As a result of the Covid-19 crisis, many businesses are currently experiencing reduced turnover. In many cases, the business is VAT-registered, and some owners are asking whether they can now deregister. What are the rules here, and is it always advisable to do so?
There can be a number of motives for VAT deregistration. For example, if the majority of sales are B2C sales, i.e. not to other VAT-registered businesses, the VAT charge is a real cost to the customer. On the face of it, deregistering can possibly offer a competitive edge as there is no longer a need to charge VAT. This may help the business recover once restrictions are lifted. It can also simplify reporting, and therefore reduce administration costs.
An obvious downside is the loss of ability to reclaim input tax on future purchases, which increases the cost to the business.
A business must deregister if it stops trading or stops making taxable supplies. It must also deregister if it joins a VAT group.
However, what we are concerned with is voluntary deregistration, i.e. where a business is still eligible to be registered but chooses not to continue to be. In order to deregister in this way, the business must expect its taxable sales in the next 12 months to be less than the deregistration threshold (currently £83,000).

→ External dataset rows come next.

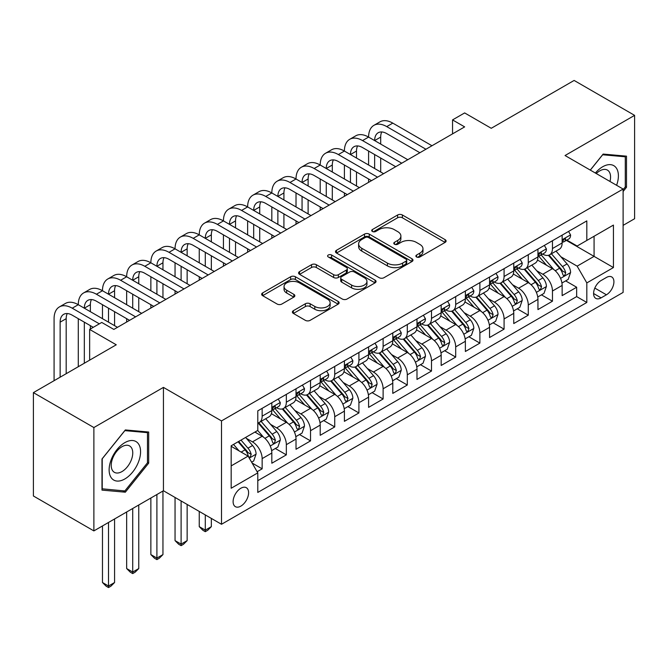 <?xml version="1.0" encoding="UTF-8"?>
<svg xmlns="http://www.w3.org/2000/svg" width="668" height="668" viewBox="0 0 668 668"><rect width="100%" height="100%" fill="white"/><g stroke="black" fill="none" stroke-linecap="round" stroke-linejoin="round"><path stroke-width="1" d="M416.565 256.971A2.355 1.361 0 0 0 419.888 256.971L445.122 242.4A3.357 1.937 0 0 0 446.107 241.031A3.357 1.937 0 0 0 445.122 239.662L402.378 214.987A3.357 1.937 0 0 0 397.627 214.987L372.393 229.55A2.355 1.361 0 0 0 371.709 230.51A2.355 1.361 0 0 0 372.393 231.47A2.355 1.361 0 0 0 375.725 231.47L378.99 229.583A10.746 6.204 0 0 1 394.187 229.583L397.744 231.637A10.746 6.204 0 0 1 400.892 236.029A10.746 6.204 0 0 1 397.744 240.413L394.479 242.3A2.355 1.361 0 0 0 393.794 243.261A2.355 1.361 0 0 0 394.479 244.221A2.355 1.361 0 0 0 397.802 244.221L401.076 242.334A10.746 6.204 0 0 1 416.273 242.334L419.83 244.396A10.746 6.204 0 0 1 422.978 248.78A10.746 6.204 0 0 1 419.83 253.164L416.565 255.051A2.355 1.361 0 0 0 415.88 256.011A2.355 1.361 0 0 0 416.565 256.971L416.565 255.051M240.856 506.119A10.947 6.321 120 0 0 248.012 496.466A10.947 6.321 120 0 0 246.333 487.698A10.947 6.321 120 0 0 240.856 488.241A10.947 6.321 120 0 0 233.7 497.885A10.947 6.321 120 0 0 235.378 506.661A10.947 6.321 120 0 0 240.856 506.119M293.377 310.678A3.357 1.937 0 0 0 292.392 312.056A3.357 1.937 0 0 0 293.377 313.426L305.368 320.348A3.357 1.937 0 0 0 310.119 320.348L338.142 304.165A3.357 1.937 0 0 0 339.127 302.796A3.357 1.937 0 0 0 338.142 301.427L295.398 276.752A3.357 1.937 0 0 0 290.647 276.752L262.624 292.926A3.357 1.937 0 0 0 261.639 294.296A3.357 1.937 0 0 0 262.624 295.665L277.111 304.032A3.357 1.937 0 0 0 281.863 304.032L293.853 297.11A3.357 1.937 0 0 0 294.839 295.74A3.357 1.937 0 0 0 293.853 294.363L286.672 290.221A8.985 5.185 0 0 1 284.042 286.555A8.985 5.185 0 0 1 289.586 281.762A8.985 5.185 0 0 1 299.373 282.881L327.512 299.13A8.985 5.185 0 0 1 330.142 302.796A8.985 5.185 0 0 1 324.598 307.589A8.985 5.185 0 0 1 314.812 306.462L310.119 303.756A3.357 1.937 0 0 0 305.368 303.756L293.377 310.678L293.377 313.426M623.11 225.366L634.6 218.728L634.6 115.364L574.121 80.444L491.256 128.289L464.644 112.925L452.545 119.906L464.644 126.887L113.844 329.424L101.745 322.444L89.646 329.424L89.646 360.152M93.879 427.545L93.879 530.91L163.435 490.755L163.435 387.39L93.879 427.545L33.4 392.625L116.265 344.788L89.646 329.424M163.435 387.39L221.5 420.915L623.11 189.044L623.11 292.409L221.5 524.28L221.5 420.915M634.6 115.364L565.044 155.527L623.11 189.044M379.224 277.704A3.357 1.937 0 0 0 383.975 277.704L411.997 261.53A3.357 1.937 0 0 0 412.983 260.161A3.357 1.937 0 0 0 411.997 258.792L369.254 234.109A3.357 1.937 0 0 0 364.503 234.109L336.48 250.291A3.357 1.937 0 0 0 335.495 251.661A3.357 1.937 0 0 0 336.48 253.03L379.224 277.704M329.224 257.481A2.355 1.361 0 0 1 331.612 257.815L331.612 255.017L375.065 280.109A3.357 1.937 0 0 1 376.051 281.478A3.357 1.937 0 0 1 375.065 282.848L347.043 299.03A3.357 1.937 0 0 1 342.3 299.03L299.556 274.348L299.556 271.609A3.357 1.937 0 0 0 298.571 272.978A3.357 1.937 0 0 0 299.556 274.348M299.556 271.609L311.547 264.687A3.357 1.937 0 0 1 316.298 264.687L333.633 274.69A3.357 1.937 0 0 0 338.375 274.69L346.333 270.097A3.357 1.937 0 0 0 347.318 268.728A3.357 1.937 0 0 0 346.333 267.359L328.289 256.938A2.355 1.361 0 0 1 327.596 255.978A2.355 1.361 0 0 1 329.048 254.725A2.355 1.361 0 0 1 331.612 255.017M93.879 530.91L33.4 495.99L33.4 392.625M257.13 471.725L262.148 468.827L252.103 463.024M246.392 438.358L252.471 441.865A13.686 7.899 60 0 1 262.148 458.624L271.826 453.038L271.826 463.233L286.338 454.858L275.333 448.504M270.59 424.389L276.661 427.896A13.686 7.899 60 0 1 286.338 444.663L296.016 439.068L296.016 449.272L310.536 440.888L299.523 434.534M294.78 410.419L300.859 413.926A13.686 7.899 60 0 1 310.536 430.693L320.206 425.107L320.206 435.302L334.726 426.919L323.721 420.564M318.978 396.458L325.049 399.965A13.686 7.899 60 0 1 334.726 416.723L344.404 411.137L344.404 421.333L358.916 412.949L347.911 406.595M343.168 382.488L349.239 385.995A13.686 7.899 60 0 1 358.916 402.754L368.594 397.168L368.594 407.363L383.115 398.988L372.101 392.625M367.358 368.519L373.437 372.026A13.686 7.899 60 0 1 383.115 388.784L392.792 383.198L392.792 393.394L407.305 385.019L396.299 378.664M391.557 354.549L397.627 358.056A13.686 7.899 60 0 1 407.305 374.823L416.982 369.229L416.982 379.432L431.495 371.049L420.489 364.695M415.746 340.58L421.825 344.087A13.686 7.899 60 0 1 431.495 360.854L441.172 355.267L441.172 365.463L455.693 357.079L444.688 350.725M439.936 326.619L446.015 330.126A13.686 7.899 60 0 1 455.693 346.884L465.371 341.298L465.371 351.493L479.883 343.11L468.878 336.755M464.135 312.649L470.205 316.156A13.686 7.899 60 0 1 479.883 332.914L489.56 327.328L489.56 337.524L504.081 329.149L493.067 322.786M488.325 298.679L494.404 302.186A13.686 7.899 60 0 1 504.081 318.945L513.759 313.359L513.759 323.554L528.271 315.179L517.266 308.825M512.523 284.71L518.593 288.217A13.686 7.899 60 0 1 528.271 304.984L537.949 299.398L537.949 309.593L552.461 301.21L552.461 291.014A13.686 7.899 -120 0 0 542.783 274.256L536.713 270.749M541.456 294.855L552.461 301.21M271.826 453.038A13.686 7.899 -120 0 0 262.148 436.279L254.892 432.087M296.016 439.068A13.686 7.899 -120 0 0 286.338 422.31L271.375 413.676M320.206 425.107A13.686 7.899 -120 0 0 310.536 408.34L295.573 399.706M344.404 411.137A13.686 7.899 -120 0 0 334.726 394.37L319.763 385.737M368.594 397.168A13.686 7.899 -120 0 0 358.916 380.409L343.953 371.767M392.792 383.198A13.686 7.899 -120 0 0 383.115 366.44L368.151 357.797M416.982 369.229A13.686 7.899 -120 0 0 407.305 352.47L392.341 343.836M441.172 355.267A13.686 7.899 -120 0 0 431.495 338.501L416.54 329.867M465.371 341.298A13.686 7.899 -120 0 0 455.693 324.539L440.73 315.897M489.56 327.328A13.686 7.899 -120 0 0 479.883 310.57L464.92 301.928M513.759 313.359A13.686 7.899 -120 0 0 504.081 296.6L489.118 287.958M537.949 299.398A13.686 7.899 -120 0 0 528.271 282.631L513.308 273.997M606.419 277.462L601.091 280.535A10.604 6.121 120 0 0 594.161 289.887A10.604 6.121 120 0 0 595.789 298.379A10.604 6.121 120 0 0 601.091 297.861L606.419 294.788A10.604 6.121 120 0 0 613.341 285.436A10.604 6.121 120 0 0 611.721 276.936A10.604 6.121 120 0 0 606.419 277.462M231.178 465.888L248.112 456.11L257.79 472.877L257.79 492.433L586.821 302.47L586.821 282.915L577.144 266.148L560.903 256.779M257.79 472.877L231.178 488.241L231.178 445.773L257.79 430.409L257.79 410.853L586.821 220.891L586.821 240.447L613.433 225.083L613.433 267.551L586.821 282.915M276.535 407.714L276.661 407.781A13.686 7.899 60 0 0 283.508 408.465L293.185 402.871A13.686 7.899 -120 0 0 296.016 396.608L296.016 388.784M300.725 393.744L300.859 393.819A13.686 7.899 60 0 0 307.697 394.496L317.375 388.91A13.686 7.899 -120 0 0 320.206 382.639L320.206 374.823M324.924 379.775L325.049 379.85A13.686 7.899 60 0 0 331.887 380.526L341.565 374.94A13.686 7.899 -120 0 0 344.404 368.678L344.404 360.854M349.113 365.805L349.239 365.88A13.686 7.899 60 0 0 356.086 366.557L365.763 360.971A13.686 7.899 -120 0 0 368.594 354.708L368.594 346.884M373.312 351.836L373.437 351.911A13.686 7.899 60 0 0 380.276 352.587L389.953 347.001A13.686 7.899 -120 0 0 392.792 340.738L392.792 332.914M397.502 337.874L397.627 337.941A13.686 7.899 60 0 0 404.474 338.626L414.152 333.031A13.686 7.899 -120 0 0 416.982 326.769L416.982 318.945M421.692 323.905L421.825 323.98A13.686 7.899 60 0 0 428.664 324.656L438.342 319.07A13.686 7.899 -120 0 0 441.172 312.799L441.172 304.984M445.89 309.935L446.015 310.01A13.686 7.899 60 0 0 452.854 310.687L462.532 305.101A13.686 7.899 -120 0 0 465.371 298.838L465.371 291.014M470.08 295.966L470.205 296.041A13.686 7.899 60 0 0 477.052 296.717L486.73 291.131A13.686 7.899 -120 0 0 489.56 284.869L489.56 277.045M494.27 281.996L494.404 282.071A13.686 7.899 60 0 0 501.242 282.748L510.92 277.162A13.686 7.899 -120 0 0 513.759 270.899L513.759 263.075M518.468 268.035L518.593 268.102A13.686 7.899 60 0 0 525.44 268.786L535.11 263.2A13.686 7.899 -120 0 0 537.949 256.929L537.949 249.106M257.79 480.693L576.659 296.6L576.659 287.24L562.139 295.623L562.139 285.428A13.686 7.899 -120 0 0 552.461 268.661L537.506 260.027M542.658 254.065L542.783 254.141A13.686 7.899 -120 0 0 549.63 254.817A13.686 7.899 -120 0 0 552.461 248.554L552.461 240.731M549.63 254.817L559.308 249.231A13.686 7.899 -120 0 0 562.139 242.96L562.139 235.144M262.148 408.34L262.148 416.164A13.686 7.899 60 0 1 259.309 422.426A13.686 7.899 60 0 1 257.79 422.986M259.309 422.426L268.987 416.84A13.686 7.899 -120 0 0 271.826 410.578L271.826 402.754M286.338 394.37L286.338 402.194A13.686 7.899 60 0 1 283.508 408.465M310.536 380.409L310.536 388.225A13.686 7.899 60 0 1 307.697 394.496M334.726 366.44L334.726 374.264A13.686 7.899 60 0 1 331.887 380.526M358.916 352.47L358.916 360.294A13.686 7.899 60 0 1 356.086 366.557M383.115 338.501L383.115 346.325A13.686 7.899 60 0 1 380.276 352.587M407.305 324.531L407.305 332.355A13.686 7.899 60 0 1 404.474 338.626M431.495 310.57L431.495 318.385A13.686 7.899 60 0 1 428.664 324.656M455.693 296.6L455.693 304.424A13.686 7.899 60 0 1 452.854 310.687M479.883 282.631L479.883 290.455A13.686 7.899 60 0 1 477.052 296.717M504.081 268.661L504.081 276.485A13.686 7.899 60 0 1 501.242 282.748M528.271 254.7L528.271 262.516A13.686 7.899 60 0 1 525.44 268.786M528.271 304.984L528.271 315.179M504.081 318.945L504.081 329.149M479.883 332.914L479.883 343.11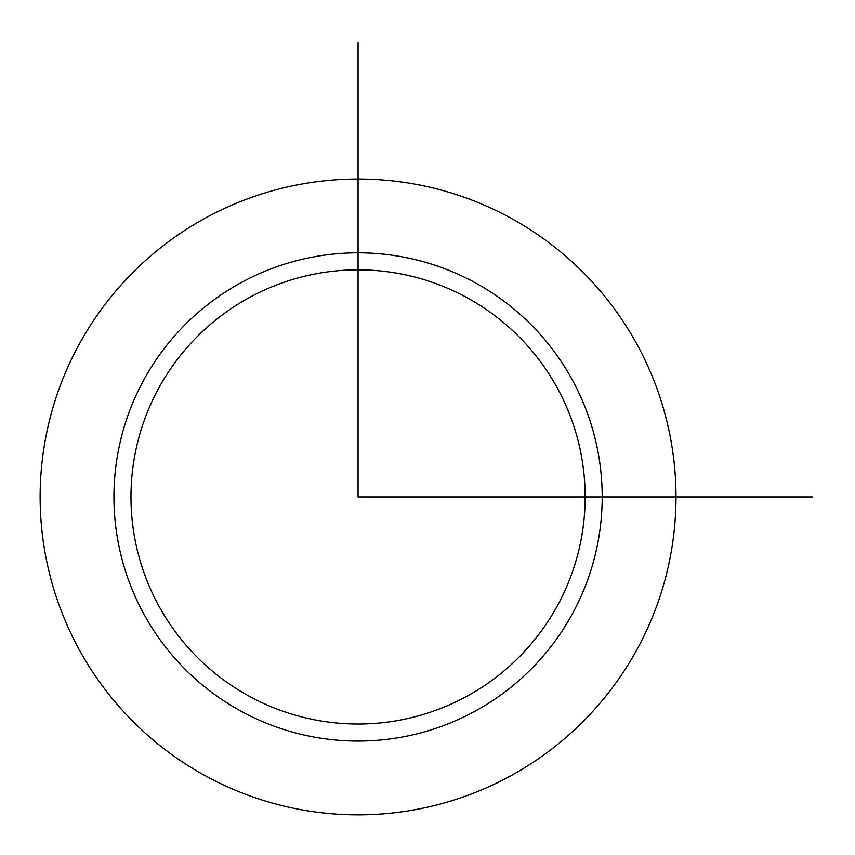 <?xml version="1.0" encoding="UTF-8"?>
<svg xmlns="http://www.w3.org/2000/svg" width="855" height="855" viewBox="0 0 855 855"><rect width="100%" height="100%" fill="white"/><g stroke="black" fill="none" stroke-linecap="round" stroke-linejoin="round"><path stroke-width="1.28" d="M79.055 344.512A317.932 317.932 0 0 1 510.488 217.929A317.932 317.932 0 0 1 637.071 649.362A317.932 317.932 0 0 1 205.638 775.945A317.932 317.932 0 0 1 79.055 344.512M158.774 388.063A227.088 227.088 0 0 1 466.937 297.647A227.088 227.088 0 0 1 557.353 605.81A227.088 227.088 0 0 1 249.19 696.227A227.088 227.088 0 0 1 158.774 388.063M358.063 42.75L358.063 496.937L812.25 496.937M143.822 379.898A244.124 244.124 0 0 1 475.102 282.695A244.124 244.124 0 0 1 572.305 613.976A244.124 244.124 0 0 1 241.025 711.178A244.124 244.124 0 0 1 143.822 379.898"/></g></svg>
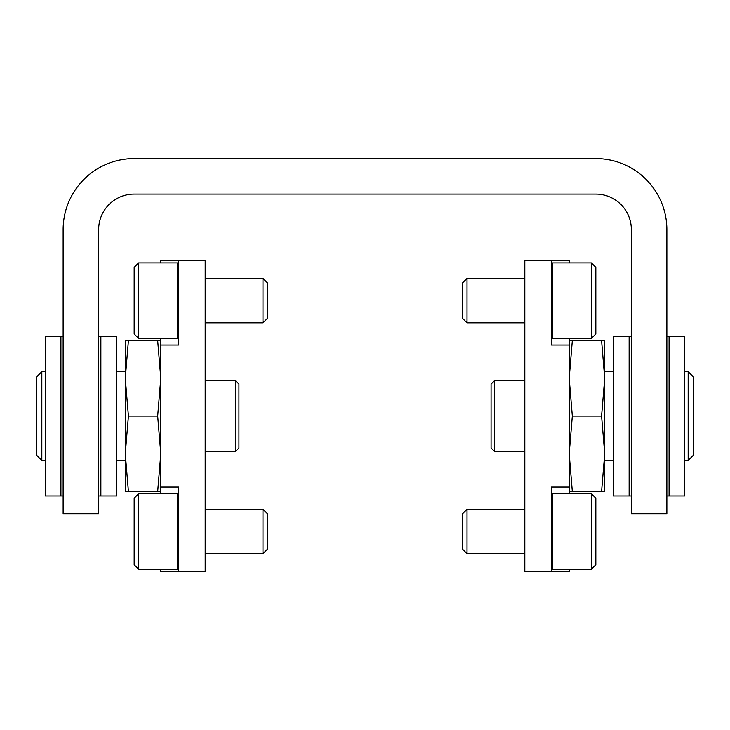 <?xml version="1.0" encoding="UTF-8"?>
<svg xmlns="http://www.w3.org/2000/svg" width="730" height="730" viewBox="0 0 730 730"><rect width="100%" height="100%" fill="white"/><g stroke="black" fill="none" stroke-linecap="round" stroke-linejoin="round"><path stroke-width="1.09" d="M63.136 229.603L63.136 513.71L98.65 513.71L98.65 229.603A35.514 35.514 0 0 1 134.165 194.089L595.835 194.089A35.514 35.514 0 0 1 631.35 229.603L631.35 513.71L666.864 513.71L666.864 229.603A71.029 71.029 0 0 0 595.835 158.574L134.165 158.574A71.029 71.029 0 0 0 63.136 229.603M63.136 495.953L45.379 495.953L45.379 336.147L63.136 336.147M100.868 336.147L100.868 495.953L116.408 495.953L116.408 336.147L98.65 336.147M100.868 495.953L98.65 495.953M60.919 495.953L60.919 336.147M160.801 491.518L157.671 491.518L160.801 453.786L157.671 416.054L160.801 378.313L157.671 340.582L160.801 340.582M205.185 380.54L235.379 380.54L235.379 451.56L205.185 451.56M235.379 380.54L238.929 384.089L238.929 448.01L235.379 451.56M116.408 371.661L125.286 371.661L125.286 378.313L125.286 340.582L128.416 340.582L125.286 378.313L128.416 416.054L125.286 453.786L128.416 491.518L125.286 491.518L125.286 453.786L125.286 460.438L116.408 460.438M157.671 340.582L128.416 340.582M157.671 416.054L128.416 416.054M157.671 491.518L128.416 491.518M41.829 460.438L41.829 371.661L36.5 376.99L36.5 455.118L41.829 460.438L45.379 460.438M125.286 378.313L125.286 453.786M178.558 571.426L178.558 487.074L160.801 487.074L160.801 345.025L178.558 345.025L178.558 260.683L205.185 260.683L205.185 571.426L160.801 571.426L160.801 569.199M178.558 260.683L160.801 260.683L160.801 262.9M160.801 338.364L160.801 345.025M160.801 487.074L160.801 493.736M138.6 493.736L134.165 498.179L134.165 564.764L138.6 569.199L177.445 569.199L177.445 493.736L138.6 493.736L138.6 569.199M205.185 509.275L262.982 509.275L262.982 553.668L205.185 553.668M262.982 509.275L267.335 513.628L267.335 549.307L262.982 553.668M138.6 262.9L134.165 267.335L134.165 333.929L138.6 338.364L177.445 338.364L177.445 262.9L138.6 262.9L138.6 338.364M205.185 278.44L262.982 278.44L262.982 322.824L205.185 322.824M262.982 278.44L267.335 282.793L267.335 318.472L262.982 322.824M669.082 336.147L669.082 495.953L684.621 495.953L684.621 336.147L666.864 336.147M631.35 336.147L613.592 336.147L613.592 495.953L629.132 495.953L629.132 336.147M669.082 495.953L666.864 495.953M631.35 495.953L629.132 495.953M569.199 340.582L572.329 340.582L569.199 378.313L572.329 416.054L569.199 453.786L572.329 491.518L569.199 491.518M524.815 451.56L494.621 451.56L494.621 380.54L524.815 380.54M494.621 451.56L491.071 448.01L491.071 384.089L494.621 380.54M601.584 340.582L604.714 340.582L604.714 378.313L601.584 340.582L572.329 340.582M613.592 460.438L604.714 460.438L604.714 453.777L604.714 491.518L601.584 491.518L604.714 453.786L601.584 416.054L604.714 378.313L604.714 371.661L613.592 371.661M572.329 491.518L601.584 491.518M572.329 416.054L601.584 416.054M688.171 371.661L688.171 460.438L693.5 455.118L693.5 376.99L688.171 371.661L684.621 371.661M604.714 453.786L604.714 378.313M551.442 260.683L524.815 260.683L524.815 571.426L551.442 571.426L551.442 487.074L569.199 487.074L569.199 345.025L551.442 345.025L551.442 260.683L569.199 260.683L569.199 262.9M569.199 569.199L569.199 571.426L551.442 571.426M569.199 345.025L569.199 338.364M569.199 493.736L569.199 487.074M591.4 569.199L595.835 564.764L595.835 498.179L591.4 493.736L552.555 493.736L552.555 569.199L591.4 569.199L591.4 493.736M524.815 553.668L467.017 553.668L467.017 509.275L524.815 509.275M467.017 553.668L462.665 549.307L462.665 513.628L467.017 509.275M591.4 338.364L595.835 333.929L595.835 267.335L591.4 262.9L552.555 262.9L552.555 338.364L591.4 338.364L591.4 262.9M524.815 322.824L467.017 322.824L467.017 278.44L524.815 278.44M467.017 322.824L462.665 318.472L462.665 282.793L467.017 278.44M41.829 371.661L45.379 371.661M178.558 494.849L177.445 493.736M178.558 568.095L177.445 569.199M178.558 264.005L177.445 262.9M178.558 337.251L177.445 338.364M688.171 460.438L684.621 460.438M551.442 568.095L552.555 569.199M551.442 494.849L552.555 493.736M551.442 337.251L552.555 338.364M551.442 264.005L552.555 262.9"/></g></svg>

In either case, deregistration can be requested online, or by completing Form VAT7.
Suspension of trade
With reduced profits due to Covid-19 there may be a problem. Paragraph 3.2 of VAT Notice 700/11 states that “HMRC will not allow you to cancel your registration if the reduction in your turnover is the result of your intention to stop trading or suspend making taxable supplies for 30 days or more in the next 12 months.”
Broadly, this means that if the only reason the business expects its taxable turnover to fall beneath £83,000 is due to being forced to close, HMRC will refuse the request to deregister. If the business can overcome this hurdle, there are further potential problems to address.
Accounting for output tax on deregistration
Where the business is holding stock and/or fixed assets at the time it deregisters, output tax must be accounted for on the final VAT return – calculated by reference to the market value of the assets in their condition at the time – as if the items in question had been sold. The only exception to this is where the output tax payable would be less than £1,000.
The output tax should be calculated at the appropriate VAT rate.
This rule includes any property that the business has opted to tax, which can lead to a very large output tax liability.
There may be further issues with commercial property covered by the capital goods scheme where the deregistration is requested within 10 years of purchase. Again, this can lead to a large output tax liability on the final return.
Cons outweigh pros?
If any of these issues are relevant, it is likely that the downsides to deregistration will outweigh the benefits – particularly if the downturn in sales is likely to be temporary anyway. A business should not deregister without considering all of the potential consequences.